Megaprojects are important, Carrick said, because they are a source of solid economic activity locally for years, with follow-up benefits once the project has been commissioned.

Last year, the economists agreed, the biggest constraints affecting the system were gaps in the supply chain, high costs, global geopolitical tensions, workforce shortages and rising interest rates. Supply chain issues have dissipated, costs are all over the map and the spike in interest rates appears to have slowed, but, Simonson said, the labour issue remains prominent.

Added to the list of concerns, Baker said, are regional banking concerns, prospects of a federal debt ceiling crisis and domestic labour unrest.

Assessing supply costs, he said, “While prices have moderated overall, there’s still quite a few things that are going up to double digit rates from March of last year to March of this year. Cement went up 17 per cent; typically, that only goes up a few per cent a year.”


Construction materials cost have varied widely over the last 15 months according to U.S. Bureau of Labor Statistics data.
BUREAU OF LABOR STATISTICS/AIA — Construction material costs have varied widely over the last 15 months according to U.S. Bureau of Labor Statistics data.


Simonson reported spending in various subsectors varied widely between March 2022 and March 2023. Total construction spending was up four per cent for the period, not adjusted for inflation and seasonally adjusted, with private residential down 10 per cent (with single family dropping 23 per cent) but non-residential up 19 per cent.

Construction in the manufacturing sector led non-residential growth from March to March.
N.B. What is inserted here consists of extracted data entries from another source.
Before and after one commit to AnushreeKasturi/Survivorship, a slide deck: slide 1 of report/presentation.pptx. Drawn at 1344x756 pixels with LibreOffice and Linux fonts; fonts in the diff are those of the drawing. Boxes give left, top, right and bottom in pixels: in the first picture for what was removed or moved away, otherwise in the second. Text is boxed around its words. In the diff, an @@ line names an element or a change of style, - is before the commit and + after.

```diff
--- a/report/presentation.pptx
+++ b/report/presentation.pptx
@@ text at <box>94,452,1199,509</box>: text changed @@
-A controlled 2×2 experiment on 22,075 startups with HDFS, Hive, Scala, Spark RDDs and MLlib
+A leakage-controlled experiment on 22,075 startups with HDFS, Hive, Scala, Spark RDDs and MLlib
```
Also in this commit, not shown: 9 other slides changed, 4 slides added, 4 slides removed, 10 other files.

Manufacturing rose 62 per cent; commercial was up 20 per cent; roads up 21 per cent; power down three per cent; education up 11 per cent; office up 15 per cent; transportation up 12 per cent; and health care rising 11 per cent.

Medium term, Simonson said, the economic recovery should continue, but there remains the possibility of recession. Homebuilding is likely to fall for several months until prices and interest rates flatten.

Longer term, Simonson said, slower population growth will mean softer demand growth for most construction. He foresees continued demand for wind, solar, battery storage and charging facilities and related manufacturing projects.

Baker noted after declining in 2021, construction spending on buildings made a healthy recovery last year. Total non-residential building construction was up 9.8 per cent, commercial/industrial went up 17.5 per cent and institutional was up 1.9 per cent.

The numbers are even better so far this year, Baker reported. Non-residential spending in the first quarter of 2023 was up 22.3 per cent compared to Q1 2022. Commercial/industrial was up 32 per cent over that period.

Guckes offered advice to the sector on the workforce issue. With such a tight supply, he said, contractors are hiring some workers that “are not particularly well suited to be construction labour, but they’re all that you can get your hands on. It’s going to hurt your productivity.”

He suggested stakeholders address the issue by developing programs to improve construction labour productivity.